Very scary thought that the thousands of males that survive the virus, are carriers of the disease. I am guessing transmitting the virus is limited, but WOW, carriers for atleast 6 months after "being cleared" with negative status.

http://www.thehealthsite.com/news/6...bola-virus-found-in-a-survivors-semen-sample/

Major hole on releasing from quarentine.

This "trust system" of releasing people and saying don't have sex, didn't work for aids, why the heck should people expect it to work for Ebola?


----------



## Slippy (Nov 14, 2013)

Advice to the youngsters; if you are thinking about having sex with a West African former Ebola patient, DON'T.


----------



## Medic33 (Mar 29, 2015)

lesson to learn don't eat undercooked bats-heck don't eat bats period.

and wil remember scp173, now that is a sock puppet.


----------



## sideKahr (Oct 15, 2014)

Having sex with monkeys should be added to the list, just on general principles.


----------



## oddapple (Dec 9, 2013)

Yeah it will become insidious and a new "aids"


----------



## Slippy (Nov 14, 2013)

Slippy said:


> Advice to the youngsters; if you are thinking about having sex with a West African former Ebola patient, DON'T.


Reason #639 to Listen to Slippy;
Just the other day, I was asked to be the keynote speaker at a Seminar to help People learn HOW NOT to do Stupid things. One of the topics was Having Sex with Former Ebola Patients; To Do or Not To Do?...So I reiterated to the youngsters that if you are thinking about having sex with a West African former Ebola patient, DON'T.

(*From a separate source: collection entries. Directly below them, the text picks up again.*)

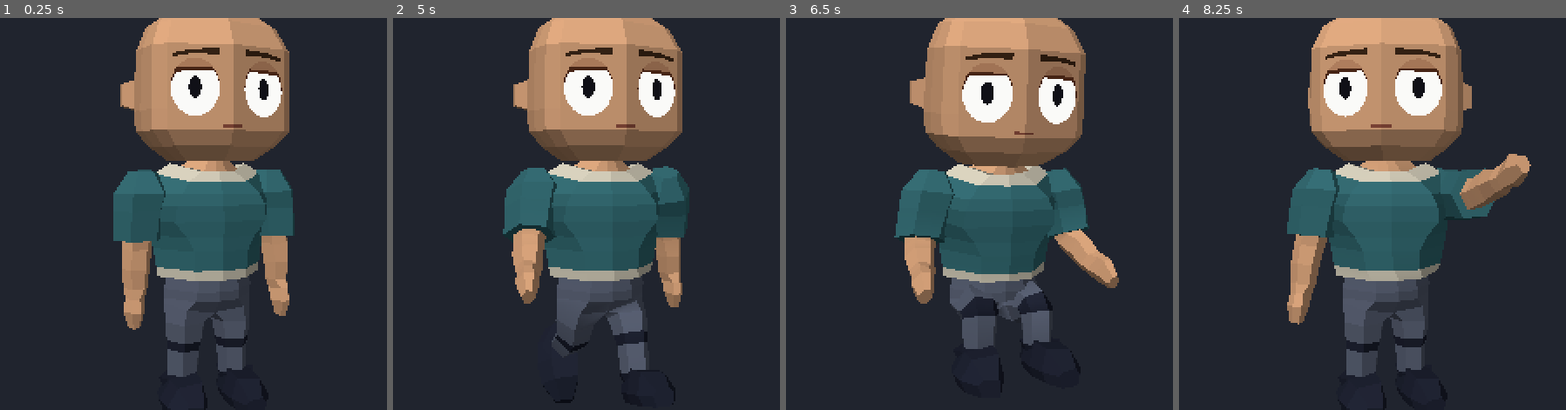
Above: before the commit, frames 1-4 (left to right).
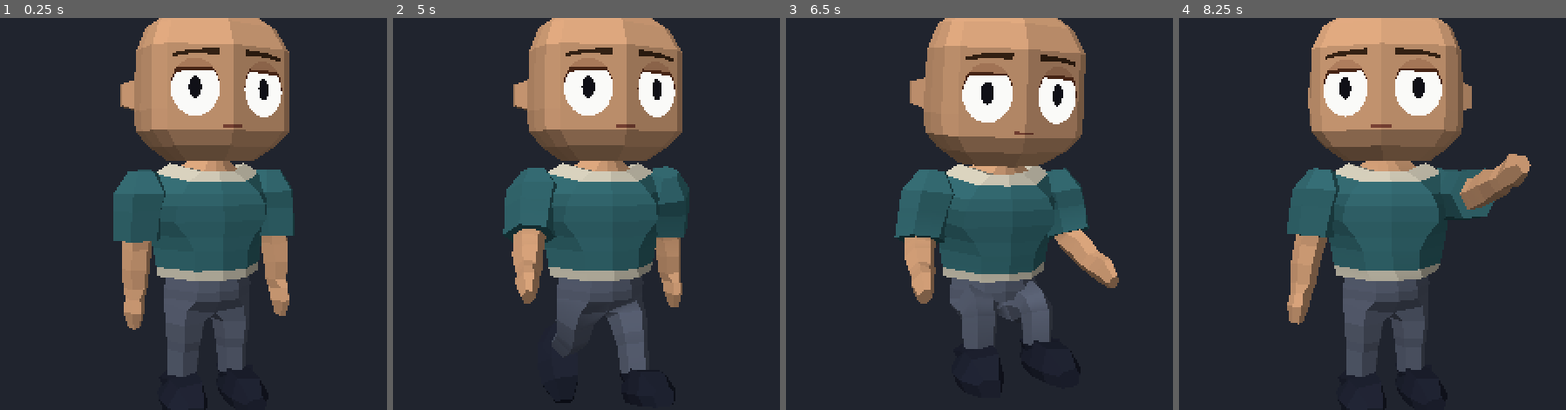
Above: after the commit, the same moments.

Repository: ninthfreak/VoxelCharacterMaker
Game: Godot game, scene res://runtime/character_demo.tscn
The game is run twice, just before and just after one commit, with the same random seed, the same clock (stepped at 60 frames per second) and the same inputs. This scene is started directly instead of the project's main scene.
Inputs (mouse positions are in pixels of both pictures, inside the frame that each line leads up to):
- Up to frame 1 (0.25 s): no input
- Up to frame 2 (5 s): tap Enter at 0.5, 2, 3.5 s; move the mouse to (756, 194) at 0.52 s; tap O at 0.6 s; click (756, 194) at 0.67 s; tap Space at 1.25, 2.75, 4.25 s; drag from (462, 233) to (567, 292) at 1.27 s; move the mouse to (671, 127) at 2.02 s; tap Z at 2.1 s; drag from (567, 292) to (393, 155) at 2.77 s; move the mouse to (outside the picture) at 3.52 s; hold S 3.53-4.25 s; tap 1 at 3.6 s; drag from (393, 155) to (497, 116) at 4.27 s
- Up to frame 3 (6.5 s): move the mouse to (1029, 214) at 5.02 s; hold S 5.03-5.75 s; tap N at 5.1 s; click (1029, 214) at 5.17 s; drag from (890, 116) to (855, 233) at 5.77 s
- Up to frame 4 (8.25 s): move the mouse to (1542, 194) at 6.52 s; tap Y at 6.6 s; drag from (1248, 233) to (1353, 292) at 7.27 s; move the mouse to (1457, 127) at 8.02 s; hold S from 8.03 s (still down); tap O at 8.1 s

The runs differ from the first frame. In frame 1, 0.4% of the frame differs, in the area x 43-64%, y 80-86%; in frame 2, 0.3%; in frame 3, 0.7%, in the area x 45-69%, y 69-77%; in frame 4, 0.4%.

Commit message:
Trousers: a waistband, and knee and ankle in the cloth colour
The shirt stops at the belly and the trousers started at the hips, so
shirt and trousers showed a band of bare waist. The trousers now cover the
waist row, skin-tight, as the skirts' waistband does; a top that covers
the waist stands over it. Their knee and ankle trim takes the cloth's own
colour in the default colourway, so they no longer read as garters.
Cross-check file regenerated.

Co-Authored-By: Claude Opus 5.5 <noreply@anthropic.com>
Claude-Session: https://claude.ai/code/session_01EovwGUjKAJxTGWSNshY1KA

Diff:
--- a/core/wardrobe.gd
+++ b/core/wardrobe.gd
@@ -82,13 +82,17 @@
 	# Skin-tight (bulk 0) is the norm for trousers (owner): slender legs, the
 	# classic sprite look, and a top's hem then reads as worn over them. Bulk
 	# is for legwear meant to look thick; rule 8 keeps the legs apart either way.
+	# The waist is theirs too (a waistband), so under a top that stops short
+	# (the shirt) no skin shows; a top that covers the waist stands over it.
+	# Knee and ankle are a trim role in the cloth's own colour: in a dark one
+	# they read as garters (owner's review); a colourway can still set them apart.
 	var trousers := GarmentItem.create("trousers", "Trousers", "bottom")
 	trousers.roles = ["cloth", "trim"]
 	trousers.colourways = {
-		"default": {"cloth": "slate", "trim": "ink"},
+		"default": {"cloth": "slate", "trim": "slate"},
 		"denim": {"cloth": "denim", "trim": "denim"},
 	}
-	for key in ["hips.L.F", "hips.L.B", "upper_thigh.L", "lower_thigh.L", "shin.L"]:
+	for key in ["waist.L.F", "waist.L.B", "hips.L.F", "hips.L.B", "upper_thigh.L", "lower_thigh.L", "shin.L"]:
 		trousers.set_region(key, "cloth", 0)
 	trousers.set_region("knee.L", "trim", 0)
 	trousers.set_region("ankle.L", "trim", 0)
@@ -150,7 +154,8 @@
 	add_item(bodice)
 
 	# A skirt item is the hips in cloth plus the skirt shape. Its waistband is
-	# on, so under a top that stops short (the shirt) no skin shows at the waist.
+	# on, so under a top that stops short (the shirt) no skin shows at the waist
+	# (the trousers' waist does the same).
 	var skirt := _skirt_item("skirt", "Skirt", {"length": "to_shin"})
 	skirt.colourways = {
 		"default": {"cloth": "plum", "hem": "ochre"},
Not shown, changed: tests/lowpoly_expected.json
Not shown, changed: docs/NOTES.md

There was a young Liberian women who challenged me on this premise. She said, Mr Slippy, "I think you are a fear monger". I said, "you're right go ahead and have sex with a former Ebola patient, see what happens".

Well, as the saying goes, you can't fix stupid. Here's what happened...
Liberian woman appears to have contracted Ebola through sex with survivor


----------



## alterego (Jan 27, 2013)

We need to find a partially attractive fat titted blonde with a tramp stamp and no morels who likes Democrats a job a car and gets welfare. Infect her with ebola and send her to Ferguson and Baltimore.


----------



## oddapple (Dec 9, 2013)

Thinking that's pretty much what its for, but educate educate. Guess the gays and libtards are the ones eating that. 
Gee, thought is lam was going to breed us out? Seems like with half a brain and ditching that tramp stamp, americans could just wait them out and not be yet another wayyyy overpopulating mess race of dummy?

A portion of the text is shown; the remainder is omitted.